MBRDNA mit Hauptsitz im kalifornischen Sunnyvale ist seit 1995 ein integraler und wesentlicher Bestandteil des globalen Forschungs- und Entwicklungs-Netzwerks der Daimler AG. Hier sind die Schlüsselbereiche Autonomous Driving, Advanced Interaction Design, Digital User Experience, Machine Learning, Connected Car sowie Customer Research angesiedelt. Hinzu kommen fünf Kompetenz-Labs: die TechCenter für Antriebstechnologien, Elektromobilität und Testing in Long Beach (Kalifornien) und Redford (Michigan), das Advanced Vehicle Design Studio in Carlsbad (Kalifornien), die Bereiche Erprobung und regulatorische Angelegenheiten in Ann Arbor (Michigan) sowie Cloud Computing in Seattle (Washington). Mit insgesamt rund 500 Entwicklern, Technikern, Ingenieuren und Designern arbeitet Mercedes-Benz Research & Development North America an der nächsten Generation intelligenter Fahrzeuge.

Intelligent World Drive – fünf Kontinente in fünf Monaten

Der Intelligent World Drive startete im September 2017 auf der Internationalen Automobil-Ausstellung (IAA) in Frankfurt. In fünf Monaten stellte sich das Erprobungsfahrzeug auf Basis der S‑Klasse Serien-Limousine automatisiert einer Vielzahl komplexer Verkehrssituationen auf fünf Kontinenten und lotete dabei die Grenzen der aktuellen Fahrassistenzsysteme aus. Ziel war es, globale Einblicke in reale Verkehrsbedingungen zu gewinnen und wertvolle länderspezifische Informationen für die Weiterentwicklung der Technologien zu sammeln.

Die erste Testfahrt fand im September in Deutschland statt. Der Fokus lag auf der Beurteilung des spezifischen Fahrverhaltens auf Autobahnen und in Stau-Situationen. Auf der zweiten Etappe im Oktober bewältigte die automatisierte S‑Klasse den extrem dichten Verkehrsfluss in der chinesischen Millionenmetropole Shanghai und sammelte Informationen über Merkmale wie spurabhängige Geschwindigkeitsbegrenzungen und Spurmarkierungen mit mehreren Bedeutungen. Im November stellte sich die S‑Klasse automatisiert den Besonderheiten des Straßenverkehrs in Australien.
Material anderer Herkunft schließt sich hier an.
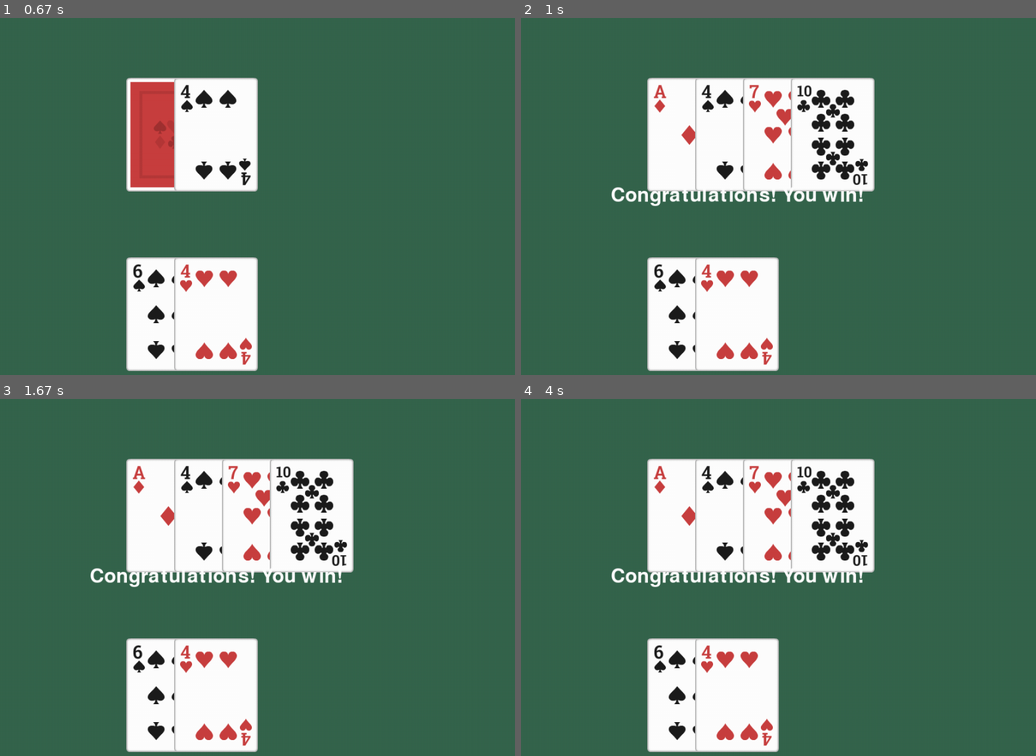
Above: before the commit, frames 1-4 (two rows, left to right).
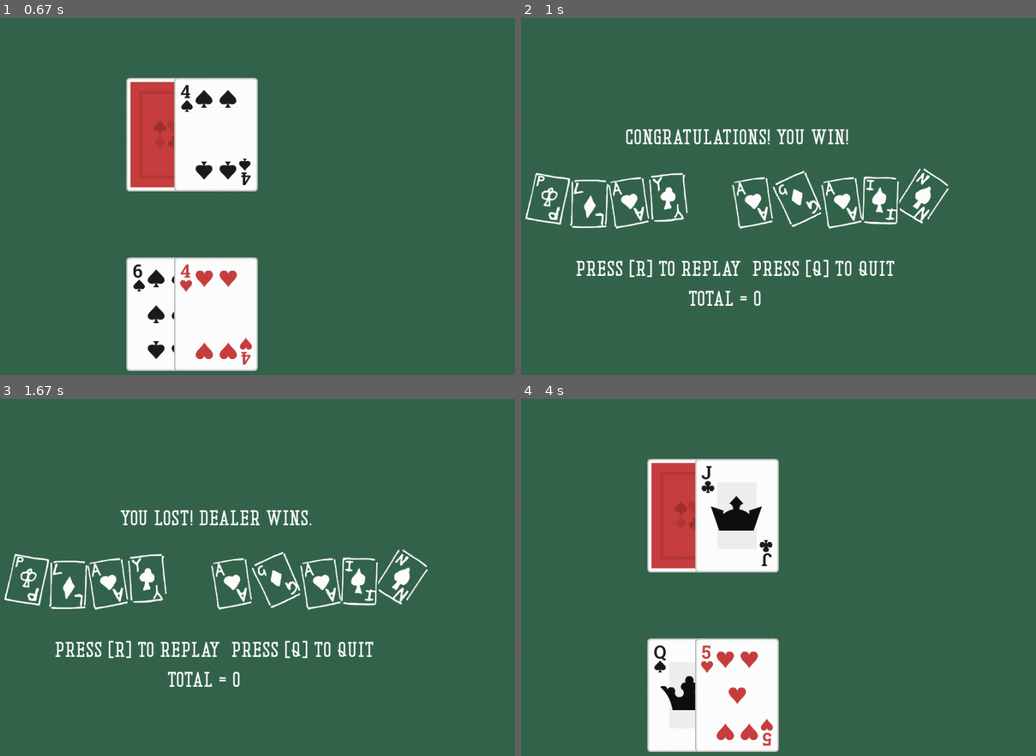
Above: after the commit, the same moments.

Repository: gracestalker/pygame_2_cards
Game: pygame game, started from game.py
Same seed, same stepped clock (60 frames per second), same inputs: the game is played once before the commit and once after it.
Inputs (mouse positions are in pixels of both pictures, inside the frame that each line leads up to):
- Up to frame 1 (0.67 s): click (216, 285) at 0.38 s
- Up to frame 2 (1 s): tap S at 0.67 s
- Up to frame 3 (1.67 s): hold R 1-1.47 s; tap S at 1.5 s
- Up to frame 4 (4 s): hold R 2.33-2.8 s; tap S at 2.4, 2.7 s; tap R at 3.83 s

Frame 1 is identical in both runs. In frame 2, 26% of the frame differs, in the area x 0-84%, y 16-99%; in frame 3, 26%; in frame 4, 11%.

Commit message:
adding results screen, adding new fonts

Diff:
--- a/game.py
+++ b/game.py
@@ -32,7 +32,6 @@
 card_values = {'2': 2, '3': 3, '4': 4, '5': 5, '6': 6, '7': 7, '8': 8, '9': 9, '10': 10, 'A': 11, 'J': 10, 'Q': 10, 'K': 10}
 
 
-
 ### functions for game ###
 
 # creates and shuffles the deck for the game using list comprehension. ex: ('2', 'Clubs'), ('2', 'Hearts')...
@@ -56,15 +55,23 @@
 
     running = True
     while running:
-        # starting the background from the top of the screen
-        screen.blit(background, (0, 0))
 
-        # deal hands to player and dealer in their spots
-        hands.display_hand(screen, dealer_hand, 100, 100, card_images, card_back, hidden=player_turn)
-        hands.display_hand(screen, player_hand, 100, 400, card_images, card_back)
+        if not game_over:
+            # starting the background from the top of the screen
+            screen.blit(background, (0, 0))
+
+            # deal hands to player and dealer in their spots
+            hands.display_hand(screen, dealer_hand, 100, 100, card_images, card_back, hidden=player_turn)
+            hands.display_hand(screen, player_hand, 100, 400, card_images, card_back)
 
         # after the game ends, show the results of the game
-        if game_over:
+        else:
+            # create new screen for the overlay of text
+            end_screen = pygame.Surface((width, height))
+            end_screen.fill((table_color))
+            screen.blit(end_screen, (0,0))
+
+            # display results
             player_total = hands.calculate_hand(player_hand, card_values)
             dealer_total = hands.calculate_hand(dealer_hand, card_values)
             result = ""
@@ -77,13 +84,16 @@
             else:
                 result = "It's a tie!"
 
-            hands.result_screen(result, screen, width, height)
+            hands.result_screen(result, screen, width, height, table_color)
+
+            # show the instructions to restart or quit the game!
 
 
         # event handling and initializing keys for game
         for event in pygame.event.get():
             if event.type == pygame.QUIT:
-                running = False
+                pygame.quit()
+                exit()
 
             if player_turn and not game_over:
                 if event.type == pygame.KEYDOWN:
@@ -101,6 +111,13 @@
                             dealer_hand.append(deck.pop())
                         game_over = True
 
+            if game_over and event.type == pygame.KEYDOWN:
+                if event.key == pygame.K_r:
+                    running = False
+                elif event.key == pygame.K_q:
+                    pygame.quit()
+                    exit()
+
         pygame.display.flip()
 
 
@@ -116,7 +133,8 @@
     show_game = title_screen(screen)
     if show_game:
         # start main game
-        main_game(screen)
+        while True:
+            main_game(screen)
 
     pygame.quit()
 
--- a/hands.py
+++ b/hands.py
@@ -47,7 +47,28 @@
         aces -= 1
     return total
 
-def result_screen(result, screen, width, height):
-    font = pygame.font.Font(None, 48)
-    result_surface = font.render(result, True, (255,255,255))
-    screen.blit(result_surface, (width // 2 - result_surface.get_width() // 2, height // 2 - 20))
+def result_screen(result, screen, width, height, table_color):
+
+    # variables
+
+    play_f = "assets/fonts/play_again.ttf"
+    info_f = "assets/fonts/game_text.ttf"
+    font1 = pygame.font.Font(play_f, 100)
+    font2 = pygame.font.Font(info_f, 36)
+    result_surface = font2.render(result, True, (255,255,255))
+
+    screen.blit(result_surface, (width // 2 - result_surface.get_width() // 2, height // 3 - 20))
+
+    restart_text = font1.render("Play again", True, (255,255,255))
+    restart_info = font2.render("Press [R] to replay  Press [Q] to quit", True, (255,255,255))
+    ### REPLACE WITH A VARIABLE LATE ###
+    total_info = font2.render("Total = 0", True, (255,255,255))
+
+    # draw a rectangle for the restart screen
+    text_width, text_height = restart_text.get_size()
+    rect_x = (width - text_width) // 2
+    rect_y = (height // 2) + 50
+    pygame.draw.rect(screen, (table_color), (rect_x - 10, rect_y - 10, text_width + 20, text_height + 20))
+    screen.blit(restart_text, (rect_x,rect_y-100))
+    screen.blit(restart_info, (width // 5 + 30, rect_y + 50))
+    screen.blit(total_info, (width // 3 + 85, rect_y + 100))
--- a/images.py
+++ /dev/null
@@ -1,9 +0,0 @@
-import pygame
-
-water = pygame.image.load('assets/Tiles/tile_73.png') # how to prep images to be loaded onto screen
-full_sand = pygame.image.load('assets/Tiles/tile_68.png')
-bottom_sand = pygame.image.load('assets/Tiles/tile_85.png')
-rbcorner_sand = pygame.image.load('assets/Tiles/tile_35')
-rtcorner_sand = pygame.image.load('assets/Tiles/tile_')
-lbcorner_sand = pygame.image.load('assets/Tiles/tile_')
-ltcorner_sand = pygame.image.load('assets/Tiles/tile_')
--- a/titlescreen.py
+++ b/titlescreen.py
@@ -1,10 +1,12 @@
 import pygame
 import buttons
+
+
 
 # function for my title screen to start the game
 def title_screen(screen):
 
-
+    # initialize images used on title screen
     start_image = pygame.image.load('assets/kenney_boardgame-pack/PNG/background/start_btn.png')
     quit_image = pygame.image.load('assets/kenney_boardgame-pack/PNG/background/quit_btn.png')
     blackjack_logo = pygame.image.load('assets/kenney_boardgame-pack/PNG/background/blackjack.png')
@@ -13,12 +15,11 @@
     new_width = 200
     new_heightS = 200
     new_heightQ = 100
-
     start_image = pygame.transform.scale(start_image, (new_width, new_heightS))
     quit_image = pygame.transform.scale(quit_image, (new_heightQ, new_heightQ))
 
 
-    # create button instance
+    # create button instances
     start_button = buttons.Button(400, 350, start_image)
     quit_button = buttons.Button(900, 0, quit_image)
     blackjack_logo = buttons.Button(315, 50, blackjack_logo)
Binary file added: assets/fonts/game_text.ttf
Binary file added: assets/fonts/play_again.ttf
Empty file added: button.py
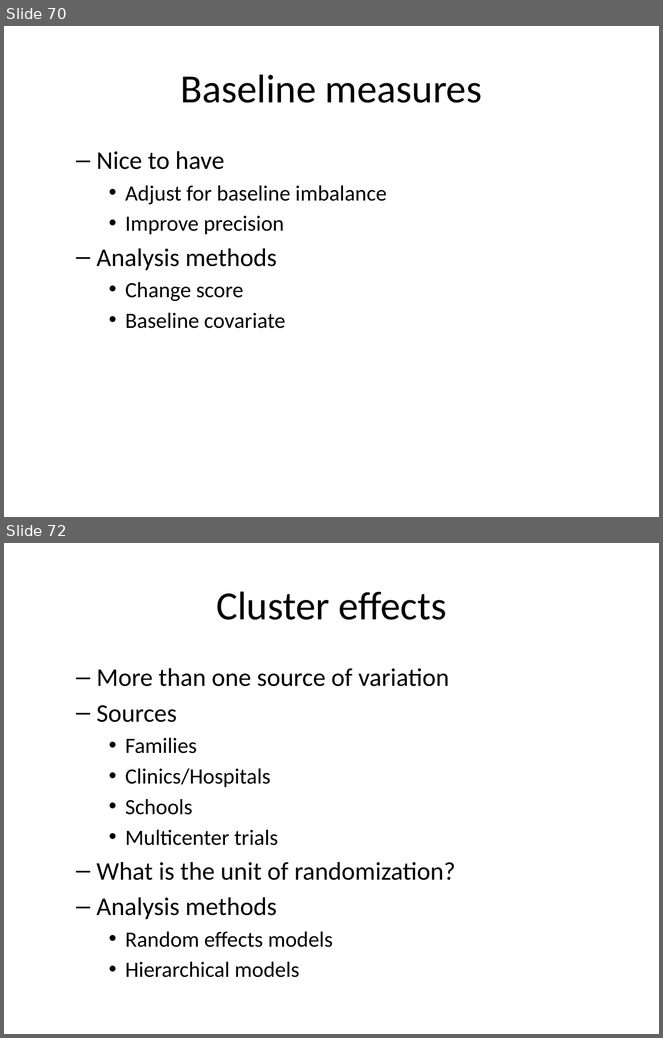
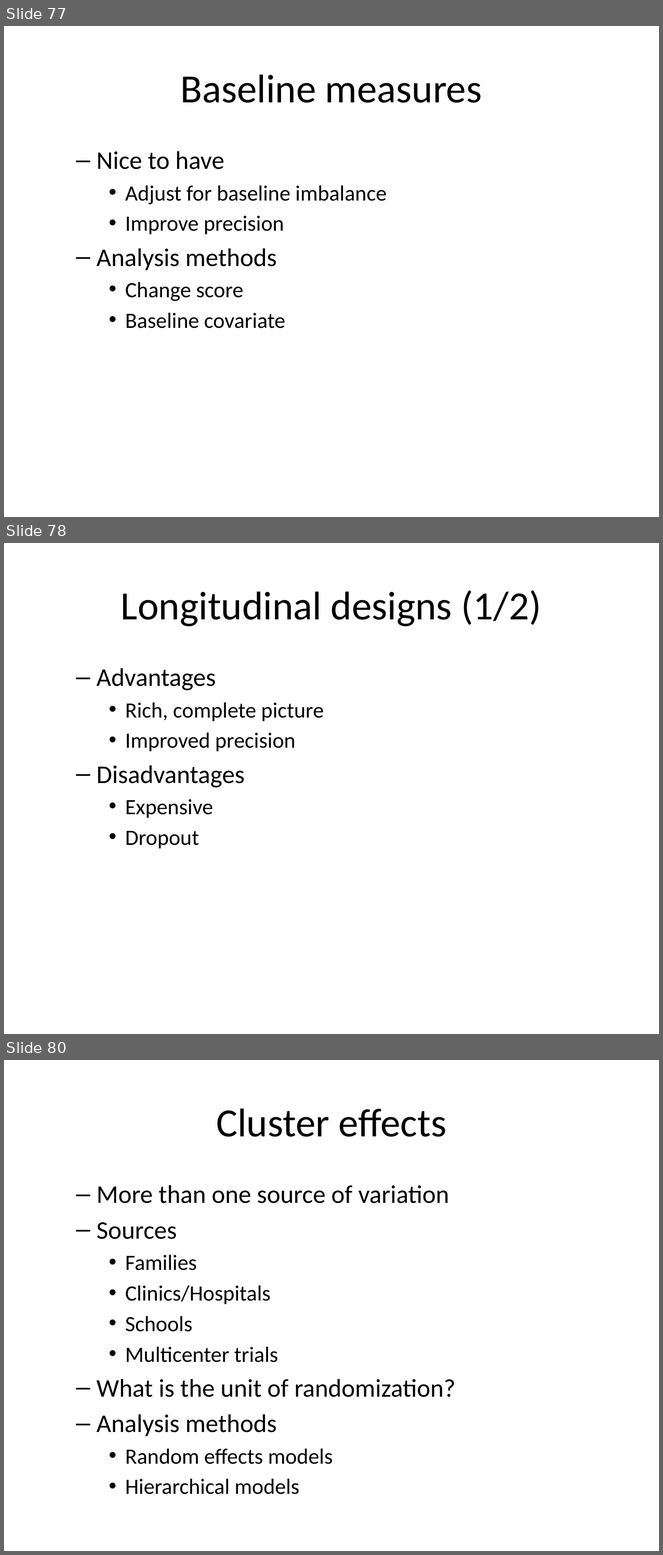
Before and after one commit to classes-medb/5510, a slide deck: src/video-13-statistical-models.pptx. Shown one above the other, each under a label of ours: slides 70 and 72 before the commit, slides 77, 78 and 80 after it; the slides between them are not shown. The pictures are 663x1038 and 663x1555 pixels, drawn with LibreOffice and Linux fonts; fonts in the diff are those of the drawing. Boxes give left, top, right and bottom in pixels: in the first picture for what was removed or moved away, otherwise in the second. Text is boxed around its words. In the diff, an @@ line names an element or a change of style, - is before the commit and + after.

```diff
--- a/src/video-13-statistical-models.pptx
+++ b/src/video-13-statistical-models.pptx
@@ slide 78 added at bbox=[4, 543, 659, 1034], background #FFFFFF @@
@@ title added at bbox=[121, 590, 541, 627], 44 pt, text #000000 @@
+Longitudinal designs (1/2)
@@ text added at bbox=[97, 668, 324, 849], 24 pt, text #000000 @@
+  – Advantages
+    • Rich, complete picture
+    • Improved precision
+  – Disadvantages
+    • Expensive
+    • Dropout
@@ what was slide 70 is now slide 77 @@
@@ what was slide 72 is now slide 80 @@
```
Also in this commit, not shown: 4 slides changed, 7 other slides added, 8 other files.

Die Testfahrten von Sydney nach Melbourne und im dortigen Stadtverkehr konzentrierten sich auf die Validierung des aktuellen, digitalen Kartenmaterials von Here Maps und der Erkennung von landesspezifischen Verkehrsschildern wie den elektronischen Geschwindigkeitsanzeigen mit variablen Tempolimits und dem weltweit einzigartigen „Hook Turn“-Schild zum Rechtsabbiegen über Straßenbahngleise in Melbourne. Der Fokus der vierten Etappe im Dezember in Südafrika lag auf der Fußgängererkennung in vielen ungewohnten Situationen im dichten Stadtverkehr und auf Landstraßen sowie auf der Validierung des digitalen Kartenmaterials von Here Maps.

Auf dem Weg zum autonomen Fahren

Autonomes Fahren ist eines der vier strategischen Zukunftsfelder, die unter dem Akronym CASE integraler Bestandteil der Unternehmensstrategie der Daimler AG sind. CASE steht für Vernetzung (Connected), autonomes Fahren (Autonomous), flexible Nutzung (Shared & Services) und elektrische Antriebe (Electric). Ziel ist es, durch intelligente Verzahnung aller vier CASE-Themen eine intuitive Mobilität für die Kunden zu gestalten.